Still, even without SMT on Windows 10 Pro, CentaurHoals is significantly faster than LuJiazui on multithreaded integer (40%) and multithreaded floating point (78%) workloads. The problem is that the absolute performance numbers demonstrated by both the KaiSheng KH-40000 and the Centaur CHA CPU are lacking by today’s standards.

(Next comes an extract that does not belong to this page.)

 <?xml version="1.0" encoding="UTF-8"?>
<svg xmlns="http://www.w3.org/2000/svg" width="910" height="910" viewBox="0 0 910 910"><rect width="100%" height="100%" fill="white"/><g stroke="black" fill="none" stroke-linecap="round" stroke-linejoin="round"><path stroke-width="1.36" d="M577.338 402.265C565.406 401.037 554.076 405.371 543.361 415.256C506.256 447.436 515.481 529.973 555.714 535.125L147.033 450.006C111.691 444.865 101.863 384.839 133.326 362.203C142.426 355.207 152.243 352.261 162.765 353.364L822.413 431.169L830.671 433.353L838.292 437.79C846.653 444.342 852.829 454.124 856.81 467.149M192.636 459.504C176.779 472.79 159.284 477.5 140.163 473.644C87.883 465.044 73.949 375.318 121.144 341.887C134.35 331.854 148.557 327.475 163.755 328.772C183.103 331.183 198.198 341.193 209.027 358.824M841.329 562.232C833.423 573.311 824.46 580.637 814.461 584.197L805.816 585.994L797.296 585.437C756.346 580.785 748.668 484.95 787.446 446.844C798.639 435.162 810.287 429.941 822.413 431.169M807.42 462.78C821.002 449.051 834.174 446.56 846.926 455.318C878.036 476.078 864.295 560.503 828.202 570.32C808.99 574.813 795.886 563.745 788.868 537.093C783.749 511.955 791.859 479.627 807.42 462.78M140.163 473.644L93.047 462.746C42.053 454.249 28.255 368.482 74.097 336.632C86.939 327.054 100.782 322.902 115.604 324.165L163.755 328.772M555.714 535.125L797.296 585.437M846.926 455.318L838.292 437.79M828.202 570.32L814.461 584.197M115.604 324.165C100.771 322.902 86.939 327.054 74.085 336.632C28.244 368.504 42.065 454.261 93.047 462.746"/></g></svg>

Interestingly, the multithreading performance numbers Zhaoxin’s 12-core KaiSheng KH-40000/12 showed on Windows without SMT compared to AMD’s FX-8350 processor (4 modules, 8 threads). CPU. At least in Geekbench 5, the performance of a 10-year-old processor isn’t competitive by today’s standards. This is not the best benchmark.
some thoughts
While 12- and 16-core configurations look fine for desktop and entry-level servers, Zhaoxin’s 12- and 16-cores don’t offer comparable performance to AMD and Intel’s 12- or 16-core processors. On Windows, Zhaoxin seems to be a decade behind AMD and Intel when it comes to performance, judging solely by their Geekbench 5 scores. Even if Zhaoxin enabled SMT on their upcoming CentaurHoals-based CPUs (for client and server applications) and Windows “learned” how to use those cores properly, KaiSheng KH-40000/16 will still be available for AMD and Intel. 2x slower than the 2021 processor in with the same number of cores.